As an aside, why more companies don’t know this, and don’t take steps to retain their top talent in the face of such relentless poaching, I will never know. I have to imagine it would cost less, on balance.

Real Numbers

To backup some of what I’m saying, I searched through some online job postings recently with some keywords from my own resume in my general geographical area. I list them by the years of experience they are asking for and the pay that they are offering (obviously many job postings don’t include salary numbers or specific years experience, so there may be a selection bias here):

  1. New grad, 35k-50k
  2. New grad, 50k-55k
  3. 2+ years experience, 50k-55k
  4. 2+ years experience 50k-70k
  5. 2+ years experience, 60k-70k
  6. 2+ years experience, up to 85k
  7. 1-3 years experience, up to 80k
  8. 3+ years experience, up to 80k
  9. 5+ years experience, 60k-65k
  10. 5+ years experience, 65k-75k
  11. 5+ years experience, 90k-100k
  12. 10+ years experience, 120k-160k

At the start of their career a CS grad can expect about 50k in their first job, probably about 60k (a 20% jump!) after 2 years, probably about 75k after 5 years (a 25% jump!) and 120k if they stick with it for 10 years (a 60% jump!). Now I’m not trying to put dollar signs into anybody’s eyes. For these kinds of numbers you need to work hard and continuously learn new technologies. But what I do want to point out is that a a recruiter blindly offering a 10% starting point for negotiations isn’t doing you any favors at any point.

Don’t Tell

Allison Greene, of AskAManager.org fame agrees with me. [Don’t tell people what you are currently making], especially if you don’t want your salary history to be the guide for your salary future.

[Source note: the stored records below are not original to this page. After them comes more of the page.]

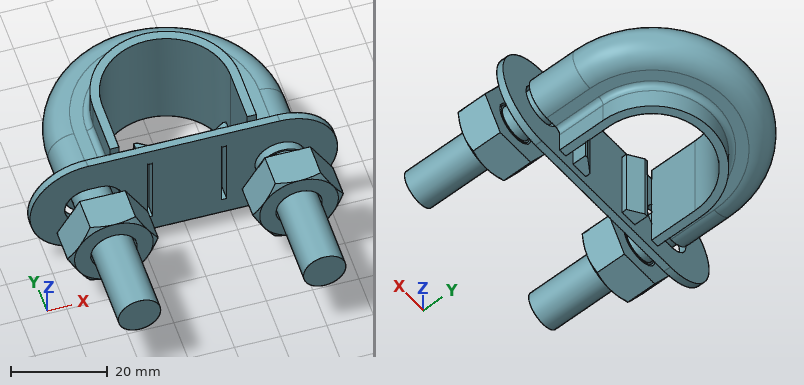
import cadquery as cq
import math


NECK_DIA = 8.4
THREAD_DIA = 9.2
LEG_OFFSET = 20.0
BOLT_END_Y = -46.1

SADDLE_WIDTH = 25.0
SADDLE_INNER_R = 13.85
SADDLE_OUTER_R = LEG_OFFSET - NECK_DIA / 2
SADDLE_END_Y = -11.7
RIDGE_R = 5.6
RIDGE_FILLET = 1.4

PLATE_LENGTH = 66.5
PLATE_HEIGHT = SADDLE_WIDTH
PLATE_TOP_Y = -13.05
PLATE_THICKNESS = 1.7
PLATE_BOTTOM_Y = PLATE_TOP_Y - PLATE_THICKNESS
PLATE_CENTER_X = -0.8
COLLAR_DIA = 10.8
COLLAR_HEIGHT = 2.0
COLLAR_BORE = 10.0
SLOT_WIDTH = 10.0
SLOT_TRAVEL = 2.4
PLATE_LEFT_ARC_X = PLATE_CENTER_X - (PLATE_LENGTH - PLATE_HEIGHT) / 2
SLOT_CENTER_X = PLATE_LEFT_ARC_X + SLOT_TRAVEL / 2

TAB_SPAN = 19.8
TAB_OUTER_OFFSET = 10.0
TAB_CENTER_X = -0.1
TAB_BASE = 4.1
TAB_HEIGHT = 3.4
TAB_LOW_HEIGHT = 1.15
TAB_CREST = 0.7
TAB_WALL = 1.4
TAB_SLOT_WIDTH = 1.1

NUT_TOP_Y = -20.1
NUT_HEIGHT = 8.0
NUT_FLATS = 17.0
NUT_BORE = 10.0
NUT_CHAMFER_ANGLE = 30


def along_y(start_y):
    """Workplane facing -Y, so that local X is X and local Y is Z."""
    return cq.Workplane("XZ", origin=(0, start_y, 0))


def bent_solid(section, end_y):
    """Carry a right-leg section at Y = 0 round the half bend and down both straight legs."""
    bend = section().revolve(180, (0, 0, 0), (0, 1, 0))
    right_leg = section().extrude(-end_y)
    left_leg = right_leg.mirror("YZ")
    return bend.union(right_leg).union(left_leg)


def neck_section():
    return along_y(0).moveTo(LEG_OFFSET, 0).circle(NECK_DIA / 2)


def make_bolt():
    bolt = bent_solid(neck_section, NUT_TOP_Y)
    for x in (-LEG_OFFSET, LEG_OFFSET):
        thread = along_y(NUT_TOP_Y).center(x, 0).circle(THREAD_DIA / 2).extrude(NUT_TOP_Y - BOLT_END_Y)
        bolt = bolt.union(thread)
    return bolt


def saddle_section():
    """Liner strip with a rounded ridge, joined by concave fillets."""
    half = SADDLE_WIDTH / 2
    blend = RIDGE_FILLET * (1 - math.sqrt(0.5))
    foot_z = RIDGE_R + RIDGE_FILLET
    foot_x = SADDLE_OUTER_R + RIDGE_FILLET
    return (
        along_y(0)
        .moveTo(SADDLE_INNER_R, -half)
        .lineTo(SADDLE_OUTER_R, -half)
        .lineTo(SADDLE_OUTER_R, -foot_z)
        .threePointArc((SADDLE_OUTER_R + blend, -RIDGE_R - blend), (foot_x, -RIDGE_R))
        .lineTo(LEG_OFFSET, -RIDGE_R)
        .threePointArc((LEG_OFFSET + RIDGE_R, 0), (LEG_OFFSET, RIDGE_R))
        .lineTo(foot_x, RIDGE_R)
        .threePointArc((SADDLE_OUTER_R + blend, RIDGE_R + blend), (SADDLE_OUTER_R, foot_z))
        .lineTo(SADDLE_OUTER_R, half)
        .lineTo(SADDLE_INNER_R, half)
        .close()
    )


def make_saddle(bolt):
    return bent_solid(saddle_section, SADDLE_END_Y).cut(bolt)


def make_tab(side):
    """Wedge with its tall side outward; side is -1 for left and +1 for right."""
    outer_x = TAB_CENTER_X + side * TAB_OUTER_OFFSET
    return (
        cq.Workplane("XY", origin=(0, 0, -TAB_SPAN / 2))
        .moveTo(outer_x, PLATE_TOP_Y)
        .lineTo(outer_x, PLATE_TOP_Y + TAB_HEIGHT)
        .lineTo(outer_x - side * TAB_CREST, PLATE_TOP_Y + TAB_HEIGHT)
        .lineTo(outer_x - side * TAB_BASE, PLATE_TOP_Y + TAB_LOW_HEIGHT)
        .lineTo(outer_x - side * TAB_BASE, PLATE_TOP_Y)
        .close()
        .extrude(TAB_SPAN)
    )


def make_tab_slot(side):
    """Opening through the plate whose floor runs parallel to the tab's slope."""
    slope = (TAB_HEIGHT - TAB_LOW_HEIGHT) / (TAB_BASE - TAB_CREST)
    outer_x = TAB_CENTER_X + side * (TAB_OUTER_OFFSET - TAB_WALL)
    inner_x = outer_x - side * TAB_SLOT_WIDTH
    deep_y = PLATE_TOP_Y + TAB_HEIGHT - TAB_WALL - slope * (TAB_WALL - TAB_CREST)
    shallow_y = deep_y - slope * TAB_SLOT_WIDTH
    length = TAB_SPAN - 2 * TAB_WALL
    return (
        cq.Workplane("XY", origin=(0, 0, -length / 2))
        .moveTo(outer_x, PLATE_BOTTOM_Y)
        .lineTo(outer_x, deep_y)
        .lineTo(inner_x, shallow_y)
        .lineTo(inner_x, PLATE_BOTTOM_Y)
        .close()
        .extrude(length)
    )


def make_plate():
    plate = along_y(PLATE_TOP_Y).center(PLATE_CENTER_X, 0).slot2D(PLATE_LENGTH, PLATE_HEIGHT)
    plate = plate.extrude(PLATE_THICKNESS)
    collar = along_y(PLATE_BOTTOM_Y).center(LEG_OFFSET, 0).circle(COLLAR_DIA / 2).extrude(COLLAR_HEIGHT)
    plate = plate.union(collar)
    for side in (-1, 1):
        plate = plate.union(make_tab(side)).cut(make_tab_slot(side))
    bore = along_y(PLATE_TOP_Y).center(LEG_OFFSET, 0).circle(COLLAR_BORE / 2)
    slot = along_y(PLATE_TOP_Y).center(SLOT_CENTER_X, 0).slot2D(SLOT_WIDTH + SLOT_TRAVEL, SLOT_WIDTH)
    through = PLATE_THICKNESS + COLLAR_HEIGHT
    return plate.cut(bore.extrude(through)).cut(slot.extrude(through))


def make_nut(x):
    """Hex nut with its outer-end corners trimmed by a cone."""
    corner_r = NUT_FLATS / math.sqrt(3)
    flat_r = NUT_FLATS / 2
    chamfer = (corner_r - flat_r) * math.tan(math.radians(NUT_CHAMFER_ANGLE))
    hexagon = along_y(0).polygon(6, 2 * corner_r).circle(NUT_BORE / 2).extrude(NUT_HEIGHT)
    envelope = (
        cq.Workplane("XY")
        .lineTo(corner_r, 0)
        .lineTo(corner_r, chamfer - NUT_HEIGHT)
        .lineTo(flat_r, -NUT_HEIGHT)
        .lineTo(0, -NUT_HEIGHT)
        .close()
        .revolve(360, (0, 0, 0), (0, 1, 0))
    )
    return hexagon.intersect(envelope).translate((x, NUT_TOP_Y, 0))


bolt = make_bolt()
saddle = make_saddle(bolt)
plate = make_plate()
nuts = [make_nut(x) for x in (-LEG_OFFSET, LEG_OFFSET)]

bodies = [bolt, saddle, plate, *nuts]
result = cq.Compound.makeCompound([body.solids().val() for body in bodies])

My general rule is that you should never tell a recruiter what you are currently making. The one exception to this rule is if you’ve already talked about what you want to make in your next move. If you are making 50k, but want to be making 65k, start with the later number. Here’s an example conversation:

Recruiter: What are you making now and what do you want to make?

Me: I've been doing some research, and it looks like the kinds of jobs I'm
after are paying about 65k. I probably wouldn't be willing to leave my
current position for much less than that. Does that sound right to you?

Recruiter: Yeah, looking at your resume and some jobs, it looks like 65k is
fair. What are you making now?

And at that point, maybe it’s okay to tell what you are currently making, but it shouldn’t matter. You’ve already told what your target range is, and that should be used to inform the negotiations. What you are currently making is completely irrelevant, so why would a recruiter want to know?

In Review

In review, there are a few things to keep in mind about recruiters before you get involved with them:

  1. You don’t pay them, so they don’t work for you. You aren’t the client, you are the product
  2. Getting you any deal quickly is better for the recruiter than getting you the best deal possible
  3. Don’t tell them what you are currently making. Some recruiters will refuse to work with you because of this. That’s fine. There are always more recruiters out there.
  4. Do some research on your own and make sure you know what you are worth. Don’t let a recruiter or anybody railroad you into a bad deal just because it’s quick.
  5. Some recruiters can be very unscrupulous. Beware.

I’ve worked with some good recruiters in the past and I would work with some of them in the future too, if the opportunity arose. Just make sure that, if you choose to go this route, that you understand the relationship and take steps to protect yourself.